→ **WORK INSTRUCTIONS**: The result should be the listing below restated word for word, with images left out.

→ **RECORDS FOR THIS EXERCISE**:

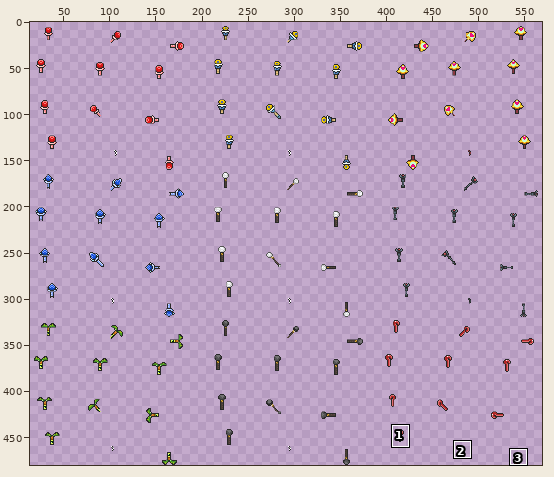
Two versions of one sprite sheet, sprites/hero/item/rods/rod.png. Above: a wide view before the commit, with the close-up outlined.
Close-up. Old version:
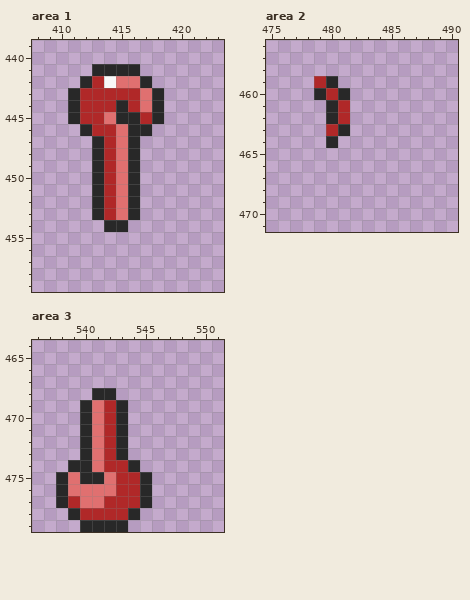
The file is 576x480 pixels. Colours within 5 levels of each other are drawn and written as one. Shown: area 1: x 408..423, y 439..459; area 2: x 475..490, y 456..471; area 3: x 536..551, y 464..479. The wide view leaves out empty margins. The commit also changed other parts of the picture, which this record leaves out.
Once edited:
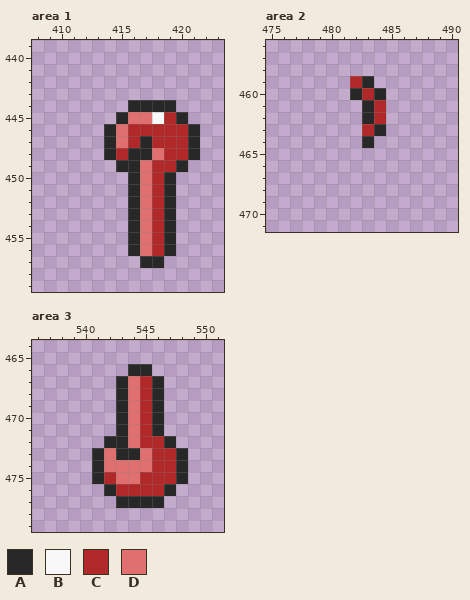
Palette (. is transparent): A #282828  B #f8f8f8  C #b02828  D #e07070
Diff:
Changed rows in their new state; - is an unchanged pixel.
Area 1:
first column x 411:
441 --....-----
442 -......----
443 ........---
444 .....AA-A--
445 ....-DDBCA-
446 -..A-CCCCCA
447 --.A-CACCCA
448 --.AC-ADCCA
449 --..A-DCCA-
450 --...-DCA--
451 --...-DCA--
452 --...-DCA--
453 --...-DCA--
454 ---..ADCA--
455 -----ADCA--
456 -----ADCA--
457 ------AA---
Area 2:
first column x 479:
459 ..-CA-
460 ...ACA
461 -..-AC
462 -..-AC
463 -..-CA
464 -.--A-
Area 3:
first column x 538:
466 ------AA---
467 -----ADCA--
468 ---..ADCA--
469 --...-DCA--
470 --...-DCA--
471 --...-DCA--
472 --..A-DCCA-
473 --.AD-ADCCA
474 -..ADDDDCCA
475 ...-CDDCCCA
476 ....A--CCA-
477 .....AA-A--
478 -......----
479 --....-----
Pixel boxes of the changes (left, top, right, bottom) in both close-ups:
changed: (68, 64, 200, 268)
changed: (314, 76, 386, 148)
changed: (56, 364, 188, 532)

→ **RESPONSE AREA**:
Two versions of one sprite sheet, sprites/hero/item/rods/rod.png. Above: a wide view before the commit, with the close-up outlined.
Close-up. Old version:
The file is 576x480 pixels. Colours within 5 levels of each other are drawn and written as one. Shown: area 1: x 408..423, y 439..459; area 2: x 475..490, y 456..471; area 3: x 536..551, y 464..479. The wide view leaves out empty margins. The commit also changed other parts of the picture, which this record leaves out.
Once edited:
Palette (. is transparent): A #282828  B #f8f8f8  C #b02828  D #e07070
Diff:
Changed rows in their new state; - is an unchanged pixel.
Area 1:
first column x 411:
441 --....-----
442 -......----
443 ........---
444 .....AA-A--
445 ....-DDBCA-
446 -..A-CCCCCA
447 --.A-CACCCA
448 --.AC-ADCCA
449 --..A-DCCA-
450 --...-DCA--
451 --...-DCA--
452 --...-DCA--
453 --...-DCA--
454 ---..ADCA--
455 -----ADCA--
456 -----ADCA--
457 ------AA---
Area 2:
first column x 479:
459 ..-CA-
460 ...ACA
461 -..-AC
462 -..-AC
463 -..-CA
464 -.--A-
Area 3:
first column x 538:
466 ------AA---
467 -----ADCA--
468 ---..ADCA--
469 --...-DCA--
470 --...-DCA--
471 --...-DCA--
472 --..A-DCCA-
473 --.AD-ADCCA
474 -..ADDDDCCA
475 ...-CDDCCCA
476 ....A--CCA-
477 .....AA-A--
478 -......----
479 --....-----
Pixel boxes of the changes (left, top, right, bottom) in both close-ups:
changed: (68, 64, 200, 268)
changed: (314, 76, 386, 148)
changed: (56, 364, 188, 532)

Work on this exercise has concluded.